To the Nome district have been gradually added those of Topkuk, Solomon, and Golovin Bay, forty-five miles to eastward on the shores of Norton Sound, Cripple Creek, Bluff, Penny, and a chain of diggings extending up the coast and into the Kotzebue country, including the rich Kougarok and Blue Stone districts, Candle Creek, and Kowak River.

When gold was discovered at Nome, prospectors scattered over the Seward Peninsula in all directions. Some drifted west into the York district, near Cape Prince of Wales, the extreme western point of the North American continent. In this region they found gold in the streams, but sluicing was so difficult, owing to a heavy gravel which they encountered, that they abandoned their claims, not knowing that the impediment was stream-tin. Wiser prospectors later recognized the metal and located claims. The tin is irregularly distributed over an area of four hundred and fifty square miles, embracing the western end of the peninsula.

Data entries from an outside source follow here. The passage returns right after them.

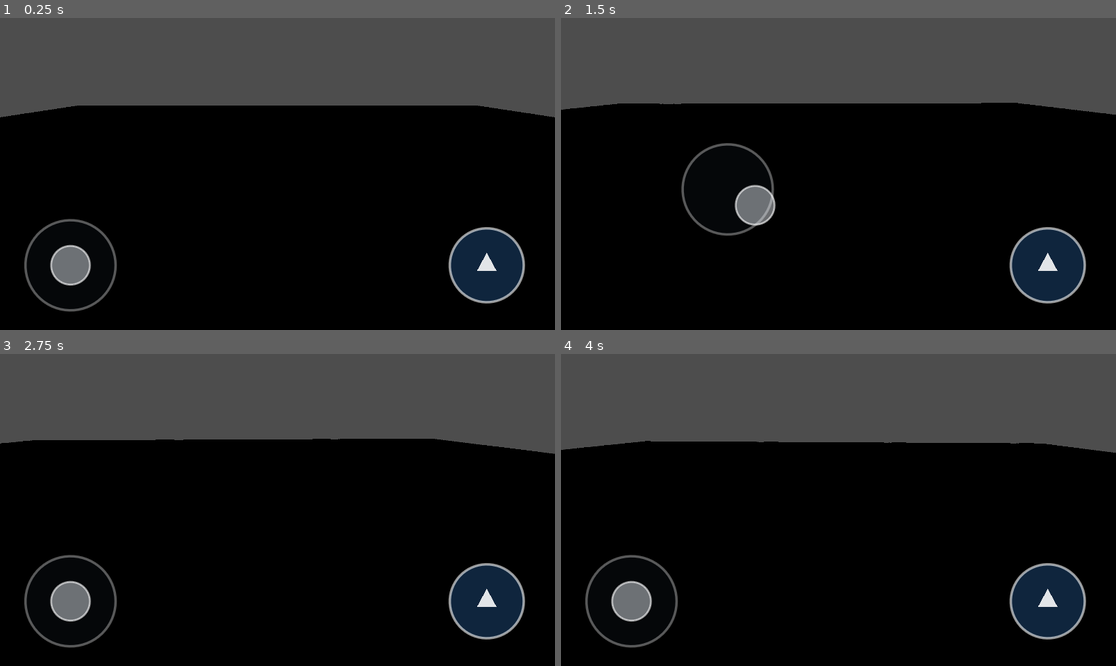
Above: before the commit, frames 1-4 (two rows, left to right).
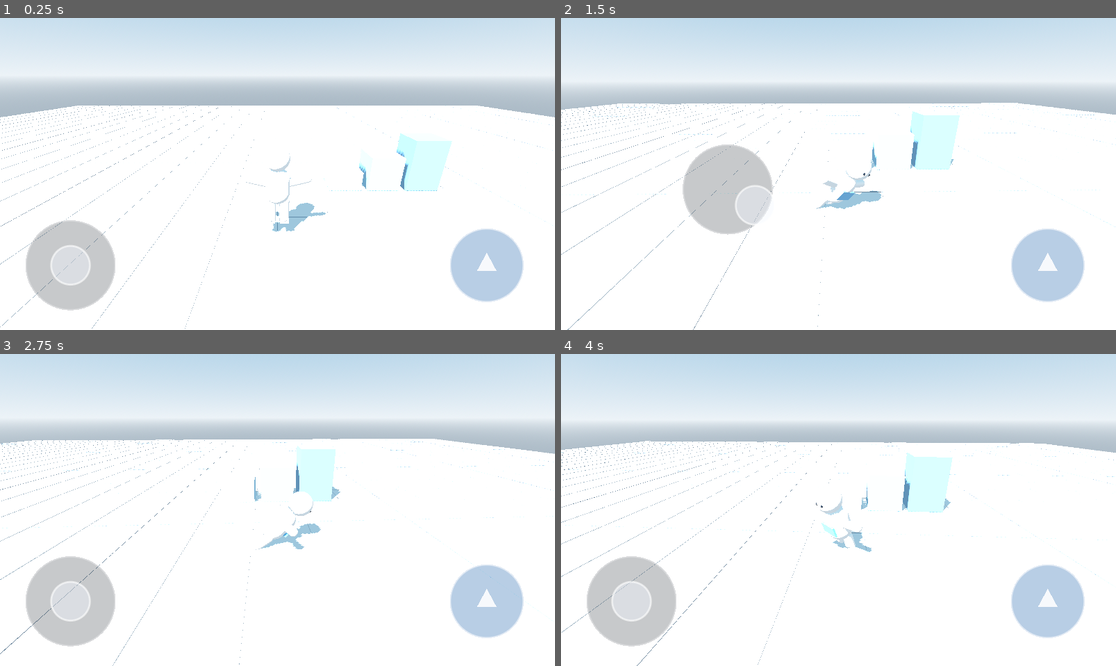
Above: after the commit, the same moments.

Repository: Godnit/city-driving-test-godot
Game: Godot game, scene res://main.tscn
Same seed, same stepped clock (60 frames per second), same inputs: the game is played once before the commit and once after it.
Inputs (mouse positions are in pixels of both pictures, inside the frame that each line leads up to):
- Up to frame 1 (0.25 s): no input
- Up to frame 2 (1.5 s): move the mouse to (960, 158) at 0.52 s; hold D (move_right) 0.53-1.25 s; click (960, 158) at 0.67 s; tap Space (jump) at 0.77 s; drag from (727, 189) to (810, 236) at 1.27 s
- Up to frame 3 (2.75 s): move the mouse to (333, 441) at 2.02 s; hold D (move_right) from 2.03 s (still down)
- Up to frame 4 (4 s): release D (move_right) at 2.75 s; drag from (810, 572) to (672, 463) at 2.77 s; move the mouse to (1005, 556) at 3.52 s; hold A (move_left) from 3.53 s (still down); tap Space (jump) at 3.77 s

The runs differ from the first frame. In frame 1, 100% of the frame differs, in the area x 0-100%, y 0-100%; in frame 2, 100%; in frame 3, 100%; in frame 4, 100%.
Error before the commit: Invalid assignment of property or key 'material' with value of type 'ProceduralSkyMaterial' on a base object of type 'Sky'. (res://scripts/main.gd:38)

Commit message:
Fix Godot 4.6 procedural sky API

Diff:
--- a/human_fall_proto/scripts/main.gd
+++ b/human_fall_proto/scripts/main.gd
@@ -35,7 +35,7 @@
 	sky_mat.sky_horizon_color = Color("d9e5ee")
 	sky_mat.ground_bottom_color = Color("8695a2")
 	sky_mat.ground_horizon_color = Color("d9e5ee")
-	sky.material = sky_mat
+	sky.sky_material = sky_mat
 	env.sky = sky
 	env.ambient_light_source = Environment.AMBIENT_SOURCE_SKY
 	env.ambient_light_energy = 0.62
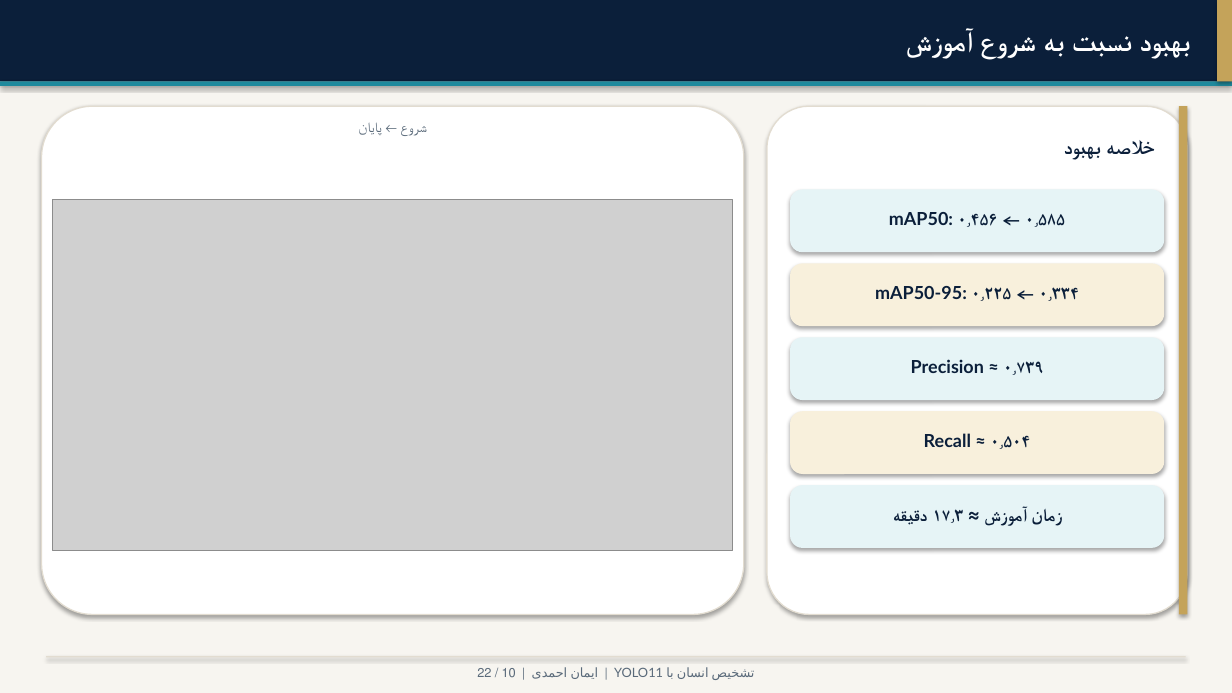
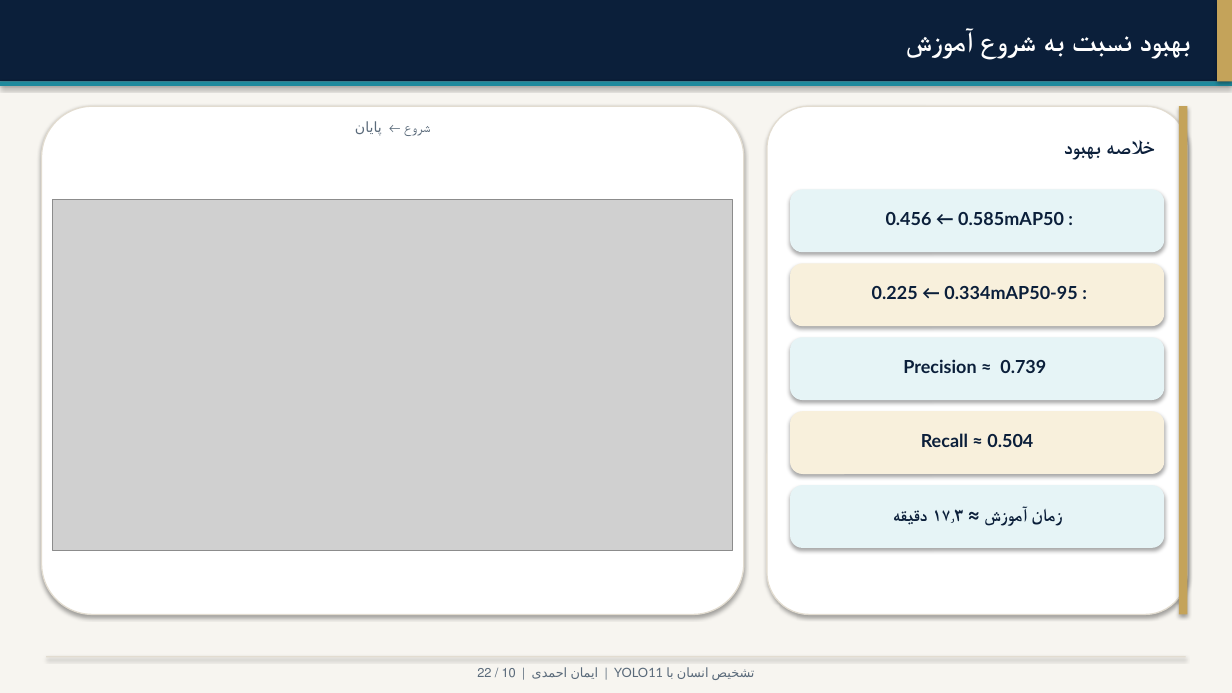
Before and after one commit to DevimanAI/Yolo11-Human-Detection, a slide deck: slide 10 of docs/thesis/Defense_Presentation_YOLO11.pptx. Drawn at 1232x693 pixels with LibreOffice and Linux fonts; fonts in the diff are those of the drawing; grey boxes stand for pictures. Boxes give left, top, right and bottom in pixels: in the first picture for what was removed or moved away, otherwise in the second. Text is boxed around its words. In the diff, an @@ line names an element or a change of style, - is before the commit and + after.

```diff
--- a/docs/thesis/Defense_Presentation_YOLO11.pptx
+++ b/docs/thesis/Defense_Presentation_YOLO11.pptx
@@ text "شروع ← پایان" rewrapped from [359, 37, 1036, 135] to [355, 37, 1036, 135] @@
@@ text at [872, 212, 1064, 299]: text changed @@
-mAP50-95: ۰٫۲۲۵ ← ۰٫۳۳۴
+mAP50-95 : 0.225 ← 0.334
@@ text at [886, 212, 1004, 225]: text changed @@
-mAP50: ۰٫۴۵۶ ← ۰٫۵۸۵
+mAP50 : 0.456 ← 0.585
@@ text at [903, 359, 1046, 373]: text changed @@
-Precision ≈ ۰٫۷۳۹
+Precision ≈ 0.739
@@ text at [921, 433, 1033, 447]: text changed @@
-Recall ≈ ۰٫۵۰۴
+Recall ≈ 0.504
```
Also in this commit, not shown: 4 other slides changed, 3 other files.

The United States uses annually twenty million dollars' worth of tin, which is obtained largely from the Straits Settlement, although much comes from Ecuador, Bolivia, Australia, and Cornwall. Tin cannot at present be treated successfully in this country, owing to the lack of smelter facilities; but now that it has been discovered in so vast quantities and of so pure quality in the Seward Peninsula, smelters in this country will doubtless be equipped for reducing tin ores.

The centre of the tin-mining industry is at Tin City, a small settlement three miles west of Teller, Cape Prince of Wales, and is reached by small steamers which ply from Nome. Several corporations are developing promising properties with large stamp-mills. Both stream-tin and tin ore in ledges are found throughout the district.

The Council district is the oldest of Seward Peninsula, the first discovery of gold having been made there in 1898, by a party headed by Daniel P. Libby, who had been through the country with the Western Union's Expedition in 1866. Hearing of the Klondike's richness, he returned to Seward Peninsula and soon found gold on Fish River. He and his party established the town of Council and built the first residence; it now has a population of eight hundred. This district is forestated with spruce of fair size and quality.

The Ophir Creek Mines are of great value, having produced more than five millions of dollars by the crudest of mining methods. The Kougarok is the famous district of the interior of the peninsula. Mary's Igloo—deriving its name from an Eskimo woman of some importance in early days—is the seat of the recorder's office for this district. It has a post-office and is an important station. May it never change its striking and picturesque name!

The entire peninsula, having an area of nearly twenty-three thousand miles, is liable to prove to be one vast gold-mine, the extreme richness of strikes in various localities indicating that time and money to install modern machinery and develop the country are all that are required to make this one of the richest producing districts of the world.

The leading towns of the peninsula are Council, Solomon, Teller, Candle, Mary's Igloo, and Deering, on Kotzebue Sound. Solomon is on Norton Sound, at the mouth of Solomon River; a railroad runs from this point to Council.

The early name of Seward Peninsula was Kaviak—the name of the Innuit people inhabiting it.

Gold was discovered on Anvil Creek in the hills behind Nome in September, 1898, by Jafet Lindeberg, Erik Lindblom, and John Brynteson, the "three lucky Swedes." In the following summer gold was discovered on the beach, and in 1900 occurred the memorable stampede to Nome, when fifteen thousand people struggled through the surf during one fortnight. Then began the amazing building of the mining-camp on the northwesternmost point of the continent. Anvil Creek, Dexter, Dry and Glacier creeks, Snow and Cooper gulches, have yielded millions of dollars. The tundra reaching back to the hills five or six miles from the sea is made up of a series of beach lines, all containing deposits of gold. Five millions of dollars in dust were taken from the famous "third" beach line in one season; and its length is estimated at thirty or forty miles. The hills are low and round-topped, and beyond them—thirty miles distant—are the Kigluaik Mountains, known to prospectors by the name of Sawtooth. Among their sharp and austere peaks is the highest of the peninsula, rising to an altitude of four thousand seven hundred feet by geological survey.

There are several railroads on the peninsula. Some are but a few miles in length, the rails are narrow and "wavy," the trains run by starts and plunges and stop fearsomely; but they are railroads. One can climb into the box-cars or the one warm passenger-coach and go from Nome out among the creeks,—to Nome River, to Anvil Creek, to Kougarok and Hot Springs, from Solomon to the Council Country,—and Nome is only ten years old.